Мы уже ссылались на работы лингвистов Пражской школы и Гарвина, касающиеся связи между городскими обществами и стандартными языками (Гарвин и Матьо 1960, 283). Гарвин и Матьо определяют стандартный язык как "кодифицированную форму языка, принятую весьма широким кругом его носителей и служащую им в качестве образца". Они перечисляют ряд признаков, характерных для стандартного языка. Особый интерес представляют два из них - кодификация и языковая лояльность. Кодификация состоит в том, что правила произношения и грамматики излагаются в явном виде (т.е. в форме нормативных грамматик и словарей), а языковая лояльность - понятие, введенное Вайнрайхом (Вайнрайх 1953, 106), - это особое отношение к языку, которое создает ему престиж и заставляет его носителей защищать его "чистоту" от "искажений" в произношении и "иностранных" заимствований.
Эти и им подобные наблюдения над отношением между особенностями речи и социальным окружением касаются только отдельных случаев. Более общие формулировки станут возможны в результате применения таких понятий, как кодовая матрица, выделимость роли, языковое расстояние и языковая лояльность, к исследованию языковых обществ разной степени социальной сложности.

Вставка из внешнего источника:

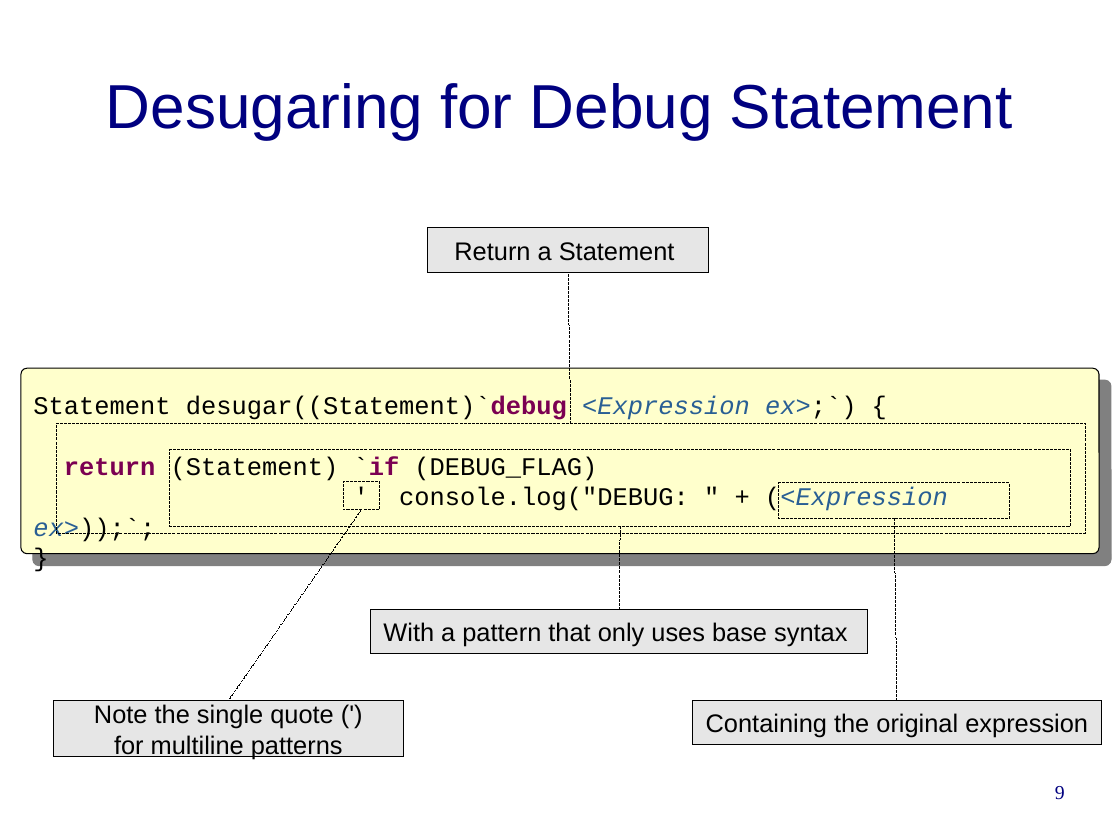
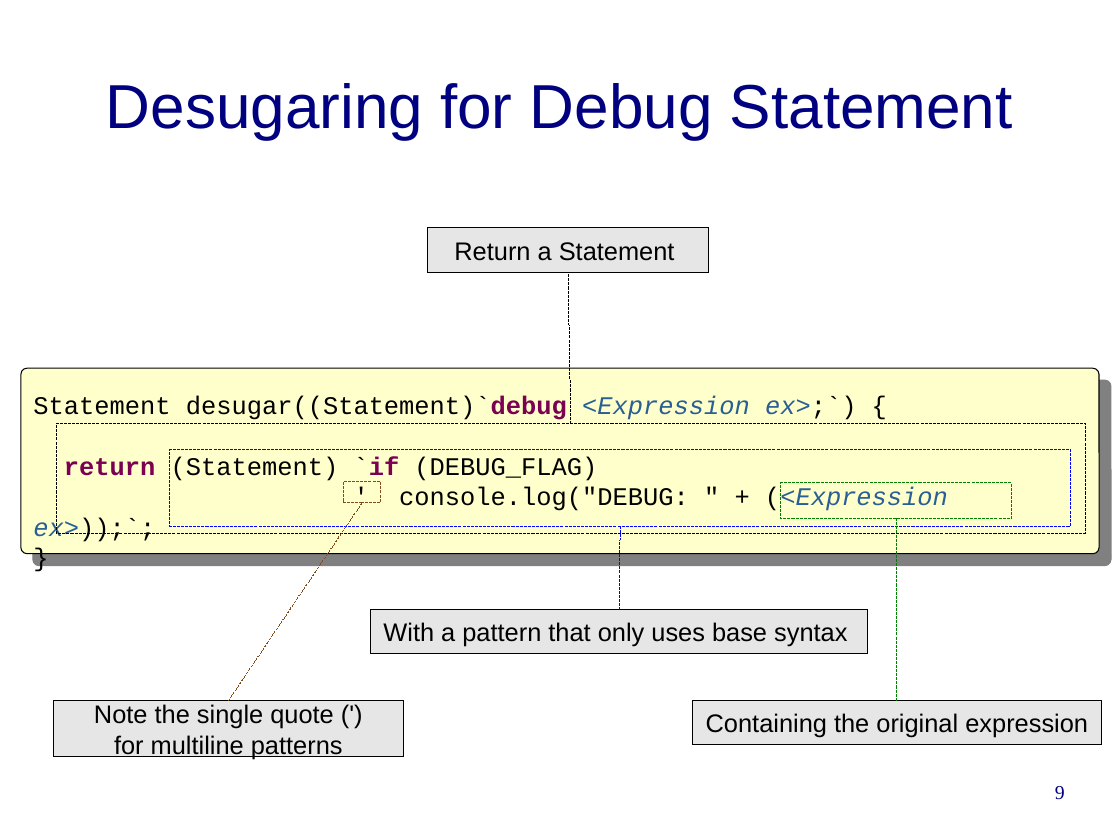
Before and after one commit to cwi-swat/rascal-course-pldi-2015, a slide deck: slide 9 of presentations/HackYourJavascript.odp. Drawn at 1120x840 pixels with LibreOffice and Linux fonts; fonts in the diff are those of the drawing; background and template pictures are left out. Boxes give left, top, right and bottom in pixels: in the first picture for what was removed or moved away, otherwise in the second. Text is boxed around its words. In the diff, an @@ line names an element or a change of style, - is before the commit and + after.

```diff
--- a/presentations/HackYourJavascript.odp
+++ b/presentations/HackYourJavascript.odp
@@ rectangle at box(170, 449, 1071, 525): outline #000000 0 pt to #0000FF 0 pt @@
@@ line moved from (362, 509) - (229, 700) to (362, 503) - (229, 700) @@
@@ line (362, 503) - (229, 700): stroke #000000 0 pt to #804C19 0 pt @@
@@ rectangle: place and size @@
-rectangle at box(344, 482, 379, 509)
+rectangle at box(344, 482, 380, 503)
@@ rectangle at box(344, 482, 380, 503): outline #000000 0 pt to #804C19 0 pt @@
@@ rectangle at box(781, 483, 1011, 518): outline #000000 0 pt to #008000 0 pt @@
@@ line (620, 526) - (619, 610): stroke #000000 0 pt to #0000FF 0 pt @@
@@ line (896, 519) - (897, 700): stroke #000000 0 pt to #008000 0 pt @@
```
Also in this commit, not shown: 1 other slide changed, 2 slides added.

Такие классификации могут продемонстрировать в первом приближении соответствия между особенностями речи и социальными группами, известными в современной социологии под названием артелей, крупных племенных объединений и современных городских обществ. Формулировки такого рода будут по необходимости носить очень предварительный характер, особенно в связи с тем, что сами социологи не достигли, по-видимому, согласия по вопросу о теоретических основах различения простых и сложных обществ (Шнейдер 1961) и поскольку надежных сопоставительных данных о речевом поведении по разным обществам не существует. Мы предлагаем эти формулировки в надежде, что они могут стимулировать дальнейшие исследования.

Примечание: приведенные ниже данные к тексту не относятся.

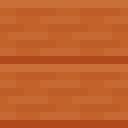
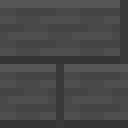
Layers edited between the first and the second 128 × 128 image:
showed group "Brick" (4 layers) over box(0, 0, 128, 128)
hid group "slab #1" (4 layers) over box(0, 0, 128, 128)
hid group "bop" (6 layers) over box(0, 0, 128, 128)
added layer "sky stone" above "slab" over box(0, 0, 128, 128)

Мы начнем с наименее сложных обществ, представляющих собой небольшие артели охотников и промысловиков, которые мы находим, например, среди американских индейцев Большого бассейна. Социальные контакты в таких группах ограничены личным общением, группы характеризуются минимумом социальной стратификации и относительно редкими контактами с посторонними. Тем не менее, их речь не совсем единообразна; заметные различия наблюдаются между тем, что было названо непринужденной повседневной речью, и более строгими стилями, используемыми в пении, пересказе мифов и сказаний и в аналогичных, связанных с определенны ритуалом ситуациях. В таких обществах бывают примеры, когда ритуальные формулы содержат слова, предложения или песни на языке, непонятных для самих членов этого общества. В целом, однако, языковое расстояние между непринужденной речью и более строгим стилем относительно невелико, и строгим стилем владеют, по-видимому, не только представители одной определенной группы (Хаймс 1958, 253; Егерленер 1958, 264; Фёгелин 1960, 57 и сл.).

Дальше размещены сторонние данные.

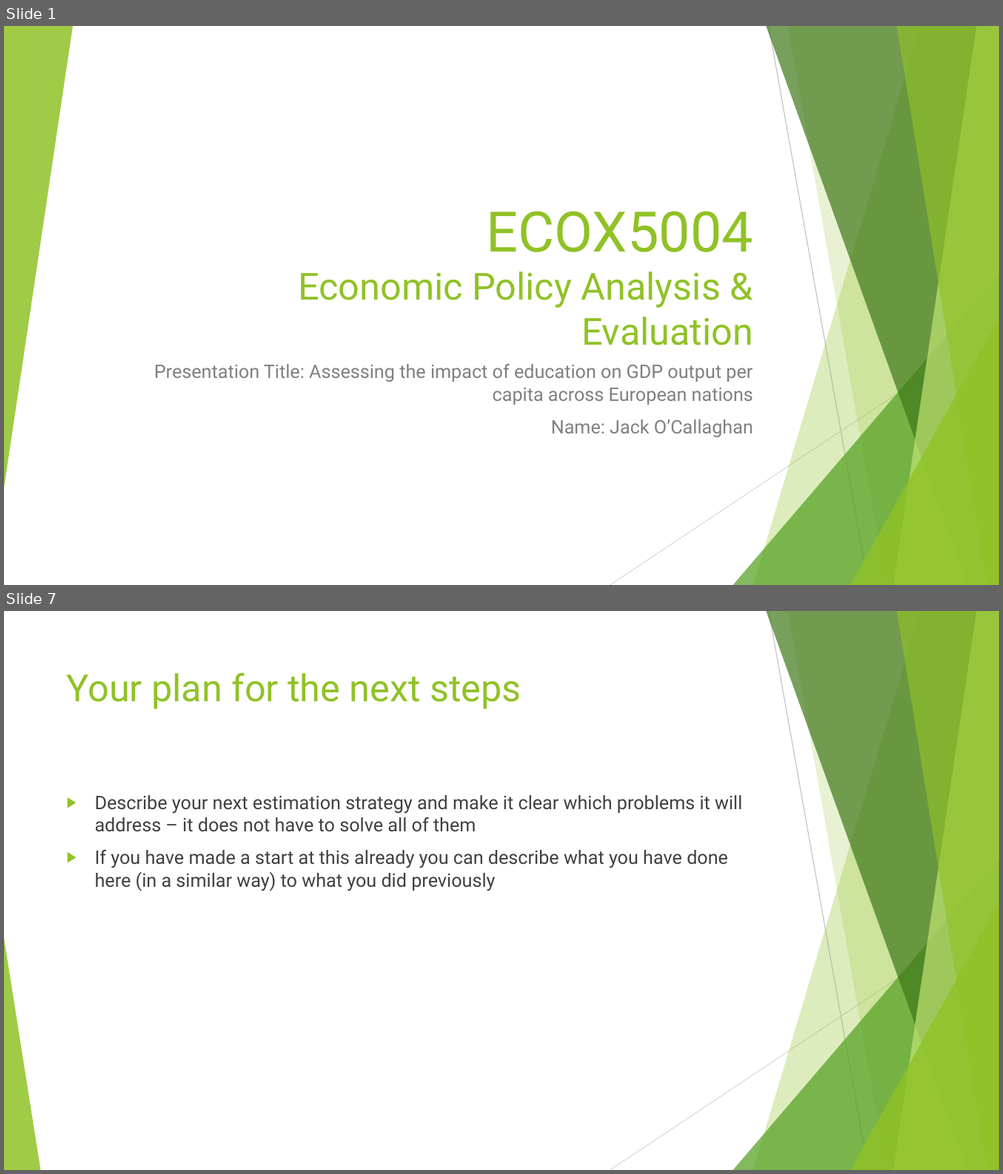
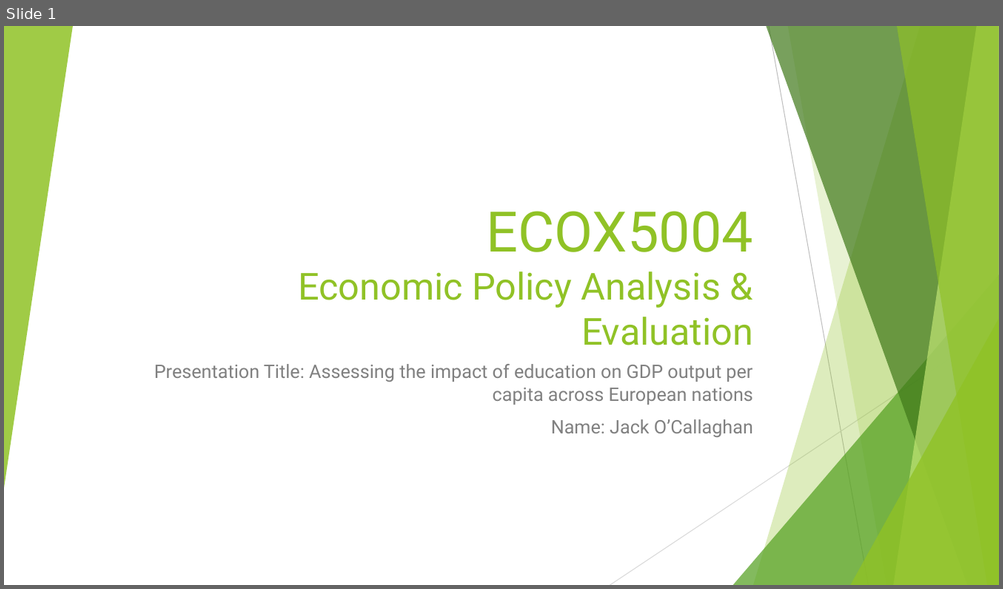
Before and after one commit to jack-n-ocallaghan/ecox-5004-analysis, a slide deck: ECOX5004 Pres 2 Proforma Slides - Jack O'Callaghan.pptx. Shown one above the other, each under a label of ours: slides 1 and 7 before the commit, slide 1 after it; the slides between them are not shown. The pictures are 1003x1174 and 1003x589 pixels, drawn with LibreOffice and Linux fonts; fonts in the diff are those of the drawing. Boxes give left, top, right and bottom in pixels: in the first picture for what was removed or moved away, otherwise in the second. Text is boxed around its words. In the diff, an @@ line names an element or a change of style, - is before the commit and + after.

```diff
--- a/ECOX5004 Pres 2 Proforma Slides - Jack O'Callaghan.pptx
+++ b/ECOX5004 Pres 2 Proforma Slides - Jack O'Callaghan.pptx
@@ slide 7 removed at <box>4,611,999,1170</box>, background #FFFFFF; not listed: 9 template elements that a slide beside it also shows @@
@@ title removed at <box>67,672,521,709</box> @@
-Your plan for the next steps
@@ text removed at <box>95,795,742,891</box> @@
-▶ Describe your next estimation strategy and make it clear which problems it will address – it does not have to solve all of them
-▶ If you have made a start at this already you can describe what you have done here (in a similar way) to what you did previously
@@ triangle removed at <box>4,939,40,1170</box> @@
```
Also in this commit, not shown: 4 slides changed, 4 slides added, 2 other slides removed, 3 other files.

Мы обнаруживаем несколько больше разнообразия в более крупных и экономически более развитых племенных объединениях, которые поддерживают торговые отношения с внешним миром, даже не будучи связанными в единое общество. В той мере, в какой специализируется ритуальная деятельность, требующая использования старого стиля, эти стили закрепляются в таких обществах за особыми группами. Торговля с другими племенами, говорящими на других языках, требует двуязычия, но только обращение к этим языкам ограничивается всего несколькими ролями. Во многих обществах торговые отношения лимитированы, не касаются важных предметов и окружены ритуалом, целью которого является предотвращение чересчур тесных контактов торговца с племенем. По мере расширения объема торговли и возникновения специальных групп торговцев тот или иной племенной язык может распространиться в качестве торгового языка на большие пространства, как это произошло с языком хауса в Африке. Формы языка, используемые в ситуации торговли, обнаруживают тенденцию к обособлению от форм, используемых внутри племени. Они отличаются от стандартных языков тем, что, как правило, не кодифицированы и лишены особого престижа за рамками торговой ситуации. Так называемый пиджин или смешанные языки редко встречаются в чисто племенных обществах, а являются результатом контакта между экономически развитым обществом и племенной группой или группами.
Племенные общества могут быть связаны с другими обществами не только торговыми отношениями, но и смешанными браками или религиозным ритуалом. Есть факты, свидетельствующие о том, что в таких ситуациях дву- и многоязычия существует гораздо чаще, чем можно судить по материалам большинства лингвистических и этнрографических исследований. Такое двуязычие, однако, редко распространяется на все общество. Внутри данного объединения говорят только на племенном языке. У некоторых племен американских индейцев (юрок, карок и хупа), живущий в одной и той же местности и поддерживающих регулярные контакты друг с другом, это доведено до такой крайней степени, что каждое племя пользуется собственным обозначением для одного и того же объекта ландшафта. По-видимому, племенной язык является символом принадлежности к одному обществу, хотя он и не обладает формальными признаками стандартного языка. Мы можем сказать, что в таких племенах языковая лояльность практикуется по отношению к племенному языку, хотя матрица общения может включать в себя и некоторые торговые языки.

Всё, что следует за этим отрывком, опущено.